- 1 year ago
- Wedding: May 2017
It happened for me! I met my now husband by chance online in a game. We lived in different countries. Within just a couple of weeks there was a definite connection there. After a few months of chatting by text or in game, we decided to try voice chatting. After 4 months of that I was head over heels in love with him, and yet I had never seen his face (we didn’t exchange pictures or video chat). I’m a VERY skeptical person, and a very slow mover. And yet, I was the first one to say I love you. Of course my protective family were all freaking out that I was being catfished.

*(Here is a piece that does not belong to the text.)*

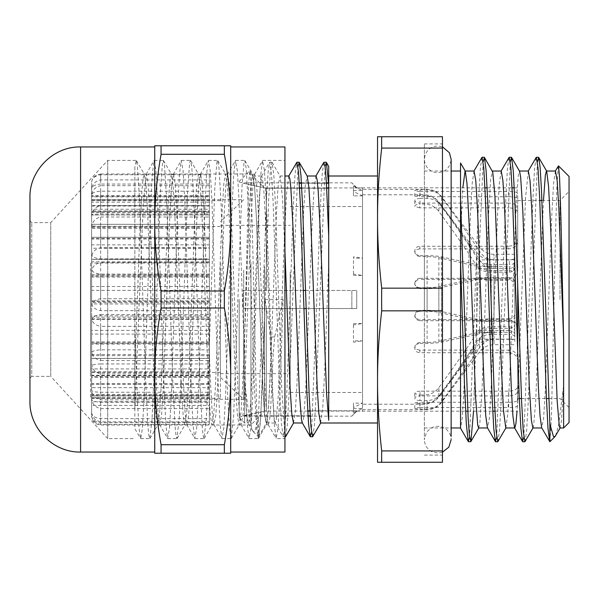 <?xml version="1.0" encoding="UTF-8"?>
<svg xmlns="http://www.w3.org/2000/svg" width="599" height="599" viewBox="0 0 599 599"><rect width="100%" height="100%" fill="white"/><g stroke="black" fill="none" stroke-linecap="round" stroke-linejoin="round"><path stroke-width="0.45" stroke-dasharray="3 2.25" d="M271.07 353.762L268.779 403.531L266.488 424.601L264.563 415.646L262.894 389.417L256.245 214.884L254.582 186.341L252.658 174.174L250.996 183.361L249.334 209.56L242.685 384.026L241.023 412.599L239.098 424.826L237.436 415.646L235.774 389.417L229.118 214.899L227.455 186.356L225.531 174.182L223.869 183.369L222.207 209.568L215.558 384.049L213.895 412.614L211.971 424.833L210.309 415.646L208.647 389.425L201.99 214.914L200.328 186.364L198.404 174.182L196.742 183.369L195.079 209.568L188.43 384.071L186.761 412.636L184.844 424.833L183.182 415.646L181.519 389.425L174.863 214.929L173.201 186.379L171.284 174.182L169.614 183.369L167.952 209.575L161.303 384.101L159.633 412.651L157.717 424.833L156.054 415.646L154.392 389.425L147.736 214.944L146.074 186.386L144.411 174.406L142.989 178.697L141.828 191.972L139.5 240.281L134.842 368.857L134.842 167.218L136.198 160.42L137.351 165.339L139.447 197.917L145.722 382.117L147.818 424.751L148.792 435.069L149.757 438.595L152.004 420.228L154.1 374.105L160.375 191.538L162.471 163.1L163.325 160.42L164.568 166.11L166.657 199.871L172.939 384.371L175.035 425.956L175.956 435.383L176.885 438.595L179.221 418.798L181.31 371.709L187.592 189.778L189.688 162.576L190.452 160.42L191.777 166.941L193.874 201.863L200.156 386.595L202.245 427.109L203.128 435.675L204.012 438.595L206.43 417.323L208.527 369.276L214.809 188.064L216.898 162.104L217.579 160.42L218.994 167.825L221.083 203.892L227.365 388.773L229.462 428.203L231.139 438.588L233.647 415.796L242.018 186.401L244.115 161.693L244.931 160.614L246.211 168.761L248.3 205.966L254.582 390.922L256.679 429.251L258.266 438.588L258.768 437.659L260.864 414.223L265.05 299.5L270.913 336.975L271.07 353.762L273.241 353.754L274.679 336.975L283.132 299.5L279.74 397.848L278.048 427.993L276.124 438.386L274.454 425.417L272.792 393.88L266.121 199.856L264.459 170.648L262.557 160.622L260.887 173.695L259.225 205.255L252.553 399.174L250.891 428.36L248.997 438.401L247.327 425.41L245.665 393.872L238.994 199.856L237.331 170.655L235.429 160.622L233.76 173.643L232.098 205.18L225.434 399.159L223.764 428.367L221.862 438.393L220.2 425.327L218.53 393.76L211.866 199.826L210.204 170.648L208.31 160.614L206.64 173.59L204.97 205.12L198.306 399.144L196.637 428.352L194.735 438.378L193.073 425.305L191.403 393.745L184.739 199.826L183.077 170.64L181.183 160.599L179.513 173.59L177.843 205.128L171.179 399.144L169.51 428.345L167.615 438.378L165.945 425.35L164.283 393.813L157.612 199.841L155.95 170.633L154.048 160.607L152.378 173.673L150.716 205.232L144.052 399.174L142.382 428.352L140.72 438.588L139.08 428.674L137.665 405.231L134.842 328.417L134.842 428.629L140.488 438.386M273.241 353.762L270.815 405.59L269.61 419.914L268.142 424.601L266.48 412.681L264.81 384.139L258.162 209.583L256.492 183.361L254.568 174.406L252.905 186.416L251.243 214.989L244.594 389.44L242.932 415.646L241.015 424.616L239.353 412.681L237.683 384.131L231.034 209.583L229.365 183.369L227.448 174.406L225.786 186.379L224.123 214.929L217.467 389.425L215.805 415.646L213.88 424.609L212.218 412.599L210.556 384.034L203.907 209.56L202.237 183.369L200.575 174.174L198.658 186.326L196.996 214.869L190.34 389.417L188.678 415.639L186.753 424.594L185.091 412.576L183.429 384.011L176.78 209.56L175.11 183.354L173.448 174.167L171.531 186.319L169.869 214.869L163.213 389.417L161.55 415.631L159.626 424.594L157.964 412.621L156.302 384.071L149.653 209.575L147.99 183.354L146.321 174.174L143.258 204.454L134.842 410.562L134.842 368.857M265.05 299.5L283.132 299.5M134.842 167.218L134.842 328.417M29.95 378.171L29.95 220.829L29.95 378.171L31.762 376.359L31.762 222.641L31.762 376.359L50.75 376.359L50.75 222.641L50.75 376.359L107.715 438.588L107.715 160.412L107.715 438.588L134.842 438.588M140.72 438.588L149.757 438.588M284.944 438.588L284.944 160.412L284.944 438.588L276.349 438.588M249.221 438.588L258.266 438.588M167.847 438.588L176.885 438.588M194.974 438.588L204.012 438.588M222.102 438.588L231.139 438.588M224.355 145.782L230.69 145.782L230.69 222.641C230.593 199.759 228.481 176.975 224.355 154.287L224.355 145.782L161.064 145.782L161.064 154.287C156.803 178.427 154.699 201.212 154.737 222.641C154.699 244.07 156.803 266.854 161.064 290.994L224.355 290.994C228.481 268.307 230.593 245.515 230.69 222.641L230.69 453.218L224.355 453.218L224.355 444.713C228.481 422.025 230.593 399.241 230.69 376.359C230.593 353.485 228.481 330.693 224.355 308.006L224.355 290.994M224.355 308.006L161.064 308.006C156.803 332.146 154.699 354.93 154.737 376.359L154.737 145.782L161.064 145.782M224.355 453.218L154.737 453.218L154.737 376.359C154.699 397.788 156.803 420.573 161.064 444.713L161.064 453.218M161.064 444.713L224.355 444.713M224.355 154.287L161.064 154.287M161.064 290.994L161.064 308.006M230.69 452.043L230.69 146.957M230.69 222.641L230.69 376.359M154.737 222.641L154.737 146.957M29.95 401.405L29.95 197.595M284.944 452.043L284.944 146.957M569.05 299.5L569.05 191.448L569.05 299.5M560.005 299.5L560.005 200.485L560.005 299.5M569.05 422.55L569.05 176.45M517.693 299.5L517.693 398.515L517.693 299.5M356.734 188.101L351.853 182.852L356.734 188.101M328.709 188.198L266.315 188.198L242.984 183.204L266.315 188.198L299.575 188.198M301.746 188.198L326.702 188.198M328.589 183.204L299.298 183.204M301.469 183.204L326.425 183.204M306.111 308.545L356.734 308.545L356.734 290.455L356.734 308.545L351.853 308.545L351.853 290.455L351.853 308.545L356.734 308.545L242.984 308.545L351.853 308.545L242.984 308.545L242.984 290.455L356.734 290.455L242.984 290.455L242.984 308.545L303.948 308.545M307.744 410.802L356.734 410.802L351.853 416.148L356.734 410.802L309.915 410.802M310.192 415.796L242.984 416.148L266.315 410.802L242.984 415.796L308.021 415.796M303.379 290.455L305.542 290.455M356.734 308.545L356.734 290.455L356.734 308.545M239.188 299.5L239.188 417.57L239.188 299.5M266.315 188.198L266.315 290.455L266.315 188.198M266.315 410.802L266.315 308.545L266.315 410.802M254.066 299.5L256.544 406.04L258.379 436.753L258.379 419.502L254.582 431.744L253.19 431.572L252.613 430.786L249.596 420.169L244.617 382.14L244.617 422.999L244.617 337.664L248.592 183.683L249.918 170.872L251.243 187.742L254.066 299.5M328.709 176.001L328.709 185.173M328.709 420.303L328.709 235.901M474.056 171.029L472.192 183.436L470.529 212.682L463.873 391.641L462.203 418.536L460.541 427.971L460.541 299.5M460.541 171.029L460.541 235.265L460.541 171.029M555.602 435.78L558.53 425.41L563.622 385.464L563.622 427.971M558.313 165.923L556.86 186.97L555.505 235.437L551.447 417.533L549.897 441.695M258.379 436.753L260.258 423.673L261.928 392.54L268.592 201.137L270.254 172.325L271.924 162.232L273.758 174.444L275.353 203.383L281.747 388.422L284.944 435.69M285.716 436.551L287.25 425.462L288.778 398.702L297.965 166.559M312.843 436.551L314.378 425.477L315.905 398.709L325.092 166.559M244.617 337.664L248.682 226.901L250.719 189.456L251.737 179.423L252.748 175.994L254.642 187.652L256.275 214.854L262.924 386.827L264.623 413.595L266.315 422.991L268.24 410.944L269.902 382.791L276.551 210.87L278.213 185.039L280.137 176.218L282.541 198.748L284.944 251.64M293.443 422.991L295.367 410.951L297.029 382.806L303.678 210.87L305.34 185.039L307.265 176.218M320.57 422.999L322.801 406.901L324.77 369.059L328.709 261.336M258.379 419.502L266.727 194.503L268.12 171.906L269.752 162.232L271.414 172.325L273.084 201.137L279.748 392.54L281.41 423.673L283.312 436.753L284.982 426.66L286.644 397.863L293.315 206.46L294.978 175.312L296.647 162.426M311.525 432.456L320.712 200.268L322.24 173.508L323.774 162.426M424.377 299.5L424.377 143.902L424.377 299.5M460.541 235.265L462.832 187.831M478.631 427.963L479.874 422.692L482.015 390.353L488.462 216.059L490.611 179.55L492.445 171.247M501.236 171.029L499.319 183.414L497.657 212.638L491 391.641L489.331 418.544L487.414 427.746M505.803 427.971L507.787 413.976L509.936 372.271L516.375 199.647L518.524 173.171L519.565 171.254M528.363 171.037L525.525 197.745L517.776 398.515M517.693 400.177L517.027 411.169M532.878 427.971L533.559 426.398L535.708 401.435L543.465 200.485M555.453 171.029L553.566 183.489L551.904 212.75L545.247 391.664L543.585 418.544L541.676 427.761M560.005 427.971L561.48 420.61L563.622 385.464M536.09 157.477L534.555 168.933L533.028 196.629L523.84 437.263M508.97 157.462L507.435 168.843L505.9 196.524L496.713 437.263M481.836 157.447L480.308 168.888L478.773 196.584L469.586 437.27M315.995 176.001L313.988 189.748L311.884 229.013L305.58 392.57L303.476 419.749L302.218 422.759M288.868 176.001L286.659 192.541L284.555 233.865L278.25 396.291L276.146 420.94L275.098 422.767L274.043 417.361L271.946 386.377L265.634 221.772L263.538 185.892L261.793 175.994L259.33 195.566L257.226 238.866L250.921 399.803L248.817 421.868L247.971 422.767L246.713 415.489L244.617 382.14M377.535 299.5L377.535 422.999L377.535 299.5M381.698 288.164A828.956 828.956 0 0 0 381.698 310.836C378.897 335.492 377.512 358.838 377.535 380.882C377.512 402.917 378.897 426.271 381.698 450.927A828.956 414.478 0 0 0 381.698 462.263L377.535 462.263L377.535 136.737L442.459 136.737L442.459 148.073L381.698 148.073C378.897 172.729 377.512 196.083 377.535 218.118C377.512 240.162 378.897 263.508 381.698 288.164L442.459 288.164L442.459 148.073M537.4 161.737L528.213 402.333L526.686 430.045L525.158 441.53M510.273 161.73L501.086 402.476L499.551 430.157L498.016 441.553M483.146 161.737L478.354 270.097L473.554 411.169M381.698 450.927L442.459 450.927L442.459 288.164M442.459 310.836L381.698 310.836M381.698 462.263L442.459 462.263L442.459 450.927M381.698 136.737A828.956 414.478 180 0 0 381.698 148.073M517.693 354.623L517.693 284.63M442.459 299.5L442.459 143.902L442.459 299.5M90.531 272.627L90.531 372.473L90.531 272.627M220.38 272.627L220.38 372.473L220.38 272.627M90.531 263.111L90.531 398.335L90.531 263.111M220.38 263.111L220.38 398.335L220.38 263.111M353.485 408.458L362.522 408.458L362.522 258.154L353.485 258.154L353.485 256.821L362.522 258.154L362.522 187.921L362.522 195.858L353.485 195.858L353.485 191.523L362.522 195.858L362.522 340.846L353.485 340.846L353.485 342.179L362.522 340.846L362.522 411.079L362.522 408.458L353.485 412.793L353.485 403.142L353.485 407.477L362.522 403.142L353.485 403.142M353.485 275.443L362.522 275.443L353.485 274.11L353.485 275.443L353.485 258.154M353.485 190.542L362.522 190.542L353.485 186.207L353.485 195.858M353.485 323.557L362.522 323.557L353.485 324.89L353.485 323.557L353.485 340.846M209.351 395.467L91.617 395.467L91.617 399.226C91.527 400.836 94.537 401.817 100.662 402.184L209.351 402.184L209.351 384.348L209.351 392.255L100.662 392.255C94.597 392.053 91.587 391.469 91.617 390.518L91.617 387.673L209.351 387.673M209.351 402.184L209.351 392.255M100.662 363.952L209.351 363.952L209.351 368.924L91.617 368.924L91.617 366.139C91.527 364.956 94.537 364.222 100.662 363.952L100.662 392.255M91.617 390.518L91.617 366.139M209.351 384.348L91.617 384.348L91.617 387.673M91.617 384.348L91.617 376.591L209.351 376.591L209.351 349.846L100.662 349.846C94.597 350.228 91.587 351.306 91.617 353.088L91.617 358.382L209.351 358.382M91.617 368.924L91.617 376.591M209.351 363.952L209.351 349.846M209.351 368.924L209.351 376.591M100.662 314.58L209.351 314.58L209.351 330.378L91.617 330.378L91.617 321.528C91.527 317.755 94.537 315.433 100.662 314.58L100.662 349.846M91.617 353.088L91.617 321.528M209.351 355.626L91.617 355.626L91.617 358.382M91.617 355.626L91.617 344.133L209.351 344.133L209.351 298.736L100.662 298.736C94.597 299.635 91.587 302.188 91.617 306.403L91.617 318.908L209.351 318.908M91.617 330.378L91.617 344.133M209.351 314.58L209.351 298.736M209.351 330.378L209.351 344.133M209.351 247.754L209.351 303.955L209.351 247.754L100.662 247.754C94.597 249.019 91.587 252.606 91.617 258.513L91.617 229.252C91.527 222.588 94.545 218.5 100.662 216.995L100.662 247.754M209.351 286.494L91.617 286.494L91.617 273.107C91.527 267.394 94.545 263.889 100.662 262.602L100.662 298.736M91.617 306.403L91.617 273.107M209.351 317.193L91.617 317.193L91.617 318.908M91.617 317.193L91.617 303.955L209.351 303.955M91.617 286.494L91.617 303.955M209.351 262.602L100.662 262.602M100.662 216.995L209.351 216.995L209.351 244.856L91.617 244.856L91.617 229.252M91.617 258.513L91.617 276.072L209.351 276.072M209.351 275.705L91.617 275.705L91.617 277.082L91.617 276.072M91.617 275.705L91.617 263.006L209.351 263.006L209.351 205.719L100.662 205.719C94.597 207.127 91.587 211.133 91.617 217.722L91.617 237.294L209.351 237.294L209.351 274.155L100.662 274.155C94.605 273.503 91.587 271.647 91.617 268.577L91.617 259.479L209.351 259.479M91.617 244.856L91.617 263.006M91.617 191.066L91.617 209.268L209.351 209.268L209.351 179.902L100.662 179.902C94.597 181.212 91.587 184.934 91.617 191.066L91.617 183.459C91.527 178.322 94.537 175.178 100.662 174.01L100.662 179.902M209.351 179.902L209.351 228.369L209.351 211.529L91.617 211.747L91.617 209.268M91.617 211.529L91.617 206.026L209.351 206.026L209.351 174.766L100.662 174.766C94.597 175.747 91.587 178.547 91.617 183.159L91.617 196.846L209.351 196.846M100.662 174.01L209.351 173.995L209.351 195.499L91.617 195.499L91.617 206.026M91.617 195.499L91.617 183.459M209.351 211.529L209.351 209.268M209.351 212.667L91.617 212.667L91.617 197.543C91.527 191.088 94.537 187.128 100.662 185.66L100.662 205.719M209.351 185.66L100.662 185.66M209.351 244.856L209.351 263.006M209.351 216.995L209.351 205.719M209.351 238.327L91.617 238.327L91.617 239.031L91.617 237.294L209.351 237.279L209.351 248.233L91.617 248.233L91.617 224.326L209.351 224.326L209.351 226.347L100.662 226.347C94.597 226.257 91.587 226.003 91.617 225.583L91.617 224.326L209.351 224.326L209.351 227.44L91.617 227.44M91.617 238.327L91.617 228.369L209.351 228.369M91.617 212.667L91.617 228.369M91.617 217.722L91.617 197.543M353.485 274.11L353.485 256.821M353.485 186.207L353.485 191.523M353.485 412.793L353.485 407.477M250.944 262.602L250.944 425.005L250.944 262.602M264.503 266.69L264.503 411.079L264.503 266.69M100.662 360.538L209.351 360.538L209.351 334.085L91.617 334.085L91.617 348.895C91.527 355.222 94.537 359.101 100.662 360.538L100.662 326.343C94.597 325.235 91.587 322.097 91.617 316.923L91.617 348.895M91.617 316.923L91.617 301.559L209.351 301.559L209.351 326.343L100.662 326.343M209.351 290.365L91.617 290.365L91.617 301.731C91.527 306.583 94.545 309.556 100.662 310.656L209.351 310.656L209.351 274.409L209.351 302.622L91.617 302.622L91.617 301.559M91.617 302.622L91.617 315.883L209.351 315.883L209.351 373.888L100.662 373.888C94.605 372.526 91.587 368.647 91.617 362.253L91.617 343.272L209.351 343.272M91.617 334.085L91.617 315.883M209.351 202.17L209.351 191.193L100.662 191.193C94.597 191.68 91.587 193.073 91.617 195.364L91.617 202.17L209.351 202.17L209.351 205.569L91.617 205.569L91.617 210.908L209.351 210.908L209.351 227.44M209.351 196.307L91.617 196.307L91.617 199.916L209.351 199.916L209.351 191.193M209.351 199.856L209.351 205.569M91.617 397.047L91.617 410.936C91.527 416.859 94.537 420.498 100.662 421.838L209.351 421.838L209.351 397.047L91.617 397.047L91.617 383.637L209.351 383.637L209.351 424.399L100.662 424.399C94.605 423.223 91.587 419.892 91.617 414.403L91.617 398.095L209.351 398.095M209.351 397.047L209.351 383.637M91.617 371.814L91.617 387.523C91.527 394.232 94.537 398.342 100.662 399.862L209.351 399.862L209.351 371.814L91.617 371.814L91.617 354.518L209.351 354.518L209.351 408.57L100.662 408.57C94.597 407.185 91.587 403.239 91.617 396.733L91.617 377.422L209.351 377.422M209.351 371.814L209.351 354.518M209.351 334.085L209.351 315.883M91.617 290.365L91.617 274.409L209.351 274.409M91.617 248.233L91.617 254.178C91.527 256.709 94.537 258.266 100.662 258.843L209.351 258.843L209.351 248.233M209.351 210.908L209.351 214.981L91.617 214.981L91.617 214.457L100.662 214.06L209.351 214.06L209.351 214.981L91.617 214.981L91.617 210.908M209.351 184.058L100.662 184.058L100.662 174.766M91.617 196.307L91.617 189.441C91.527 186.514 94.537 184.717 100.662 184.058M209.351 195.499L209.351 206.026M91.617 395.467L91.617 394.419L91.617 395.722L209.351 395.722M91.617 405.411L91.617 415.07C91.527 419.195 94.537 421.726 100.662 422.662L209.351 422.662L209.351 405.411L91.617 405.411L91.617 398.215L209.351 398.215L209.351 418.626L100.662 418.626C94.597 417.87 91.587 415.728 91.617 412.202L91.617 401.727L209.351 401.727M209.351 405.411L209.351 398.215M209.351 395.362L91.617 395.362L91.617 398.215M209.351 398.402L91.617 398.402L91.617 395.722M243.711 270.149L243.711 399.323L243.711 270.149M91.617 196.846L91.617 199.946L209.351 199.946L91.617 199.856M209.351 261.77L91.617 261.77L91.617 274.409M209.351 342.935L91.617 342.935L91.617 354.518M209.351 375.738L91.617 375.738L91.617 383.637M91.617 395.362L91.617 398.095M91.617 414.403L91.617 415.07M91.617 375.738L91.617 377.422M91.617 396.733L91.617 410.936M91.617 362.253L91.617 387.523M209.351 302.622L209.351 301.559M91.617 261.77L91.617 259.479M91.617 268.577L91.617 301.731M91.617 225.583L91.617 254.178M91.617 205.569L91.617 202.17M91.617 195.364L91.617 214.457M91.617 183.159L91.617 189.441M91.617 398.402L91.617 401.727M91.617 412.202L91.617 399.226M209.351 422.662L209.351 418.626M209.351 421.838L209.351 424.399M209.351 399.862L209.351 408.57M209.351 360.538L209.351 373.888M209.351 310.656L209.351 326.343M209.351 258.843L209.351 274.155M209.351 214.06L209.351 226.347M299.56 187.921L264.503 187.921L250.944 173.995L209.351 173.995L209.351 174.766M353.485 324.89L353.485 342.179M362.522 272.171L362.522 392.457L362.522 272.171M290.186 272.171L290.186 392.457L290.186 272.171M290.186 277.696L290.186 373.649L290.186 277.696M220.38 277.696L220.38 373.649L220.38 277.696M220.38 276.633L220.38 377.265L220.38 276.633M478.361 268.457L509.375 268.457L509.375 272.178L491.277 272.178A18.082 12.414 0 0 1 478.361 268.457A24.012 23.72 0 0 1 476.826 266.248C469.975 254.972 457.314 236.695 438.85 211.417C435.166 206.633 430.352 204.162 424.392 204.012L420.034 204.012L420.034 198.464C416.799 198.583 415.055 199.347 414.793 200.755C415.197 202.148 416.941 202.926 420.034 203.091L419.629 207.838L508.648 207.838L508.648 203.091C514.144 203.286 517.154 204.851 517.693 207.786L517.693 269.505C517.154 274.821 514.144 277.756 508.648 278.303L508.648 279.351L420.034 279.351L420.034 278.303C416.852 278.61 415.1 280.332 414.793 283.477L415.766 285.985L414.793 284.518C415.1 281.373 416.852 279.651 420.034 279.351M509.375 259.891L493.988 259.891C487.728 259.427 482.906 256.544 479.529 251.228C471.99 239.488 459.328 221.503 441.553 197.281C437.869 192.511 433.055 190.055 427.102 189.898L420.034 189.898L420.034 195.446L424.392 195.446C430.352 195.603 435.166 198.074 438.85 202.859C457.314 228.129 469.975 246.406 476.826 257.682A24.012 23.72 180 0 0 478.361 259.891A18.082 15.844 0 0 0 491.277 264.646L509.375 264.646L509.375 259.891C512.669 259.674 514.481 258.895 514.796 257.563L514.796 262.355C514.481 263.657 512.669 264.421 509.375 264.646M362.522 196.053L362.522 404.213L362.522 196.053M420.034 195.446C416.799 195.461 415.047 195.708 414.793 196.202L419.622 196.749L420.034 191.425C416.956 191.343 415.212 191.059 414.793 190.572C415.055 190.13 416.799 189.905 420.034 189.898M420.034 191.425L508.648 191.425L508.648 196.749L419.622 196.749M508.648 196.749C514.144 196.772 517.154 197.475 517.693 198.875L517.693 241.157C517.154 245.792 514.144 248.368 508.648 248.885L508.648 246.256C514.144 245.747 517.154 243.164 517.693 238.522L517.693 193.529C517.154 192.152 514.144 191.448 508.648 191.425M508.648 246.256L420.034 246.256L419.629 248.885L508.648 248.885M419.629 248.885L416.702 249.648L414.793 251.602C415.047 254.545 416.799 256.192 420.034 256.537L420.034 255.668C416.799 255.324 415.055 253.677 414.793 250.719C415.197 247.986 416.941 246.496 420.034 246.256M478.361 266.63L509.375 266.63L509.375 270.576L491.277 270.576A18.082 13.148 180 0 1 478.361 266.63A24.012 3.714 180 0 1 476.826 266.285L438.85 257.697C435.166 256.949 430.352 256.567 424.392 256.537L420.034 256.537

EVENTUALLY, 6 months or so after meeting online, we decided we should meet in person. He came to my country first, to meet my family and put them at ease (they all loved him). We spent 6 weeks together and in that time I discovered that he was exactly the man I had fallen in love with online. And so I felt I could enter into a *real* relationship with him from that point onwards. It also didn’t hurt that I found out he was crazy attractive and our physical chemistry was off the charts. For me meeting online without faces was great because it meant I really did love him for him and not his looks (in previous relationships I had mistaken attraction for feelings). Although if I had met him and there was absolutely no physical chemistry then I don’t know how things would have turned out, and things absolutely feel different in person vs. through a screen. And that’s certainly something to keep in mind. I found throughout our online relationship, I had to do a lot of “reality checks” to ensure I wasn’t letting myself be taken away by the sheer mystery and romance of it all.
Anyway, fast forward to now, we have been married over a year and I am blissfully happy. He is the best person I have ever known in my life and honestly I still sometimes can’t believe I got so lucky.
However. I picked the “I’m skeptical” option in your poll. Because while it CAN and DOES happen, I wouldn’t go recommending it for everyone. You *have* to meet, for that feeling of love to actually be real.I do think that while I loved him before we met, I could only *truly* say I loved him when we were in person, when the reality of him matched up with my idea of him (which is why I didn’t consider him my bf until after our first meeting). Often that is not the case, the reality doesn’t match up with the idea, which was my biggest fear in our relationship. “What if we just aren’t the same in person?”. It was a sort of Shrodinger’s Cat situation before we met in person. I both loved him and didn’t love him, and the truth could only be known once I had opened the box and met him, for the love to be something actually real.
Because honestly I think most of the time, people are catfished, or they’re simply hiding a part of themselves from you, and it’s easy to do that when everything you are is curated through text and phone calls, rather than seeing that person in the flesh in their everyday life (this is why I knew I had to meet my SO before committing to a relationship with him). I’m lucky in that my husband was and is an incredibly open person and never tried to hide anything from me, even the not so-rosy stuff. But that isn’t the case with most people, online or no, so I think most of the time, if you haven’t met, it’s more infatuation than anything else, because you truly don’t know how honest that person is being with you. There’s a reason there’s a tv show about this topic.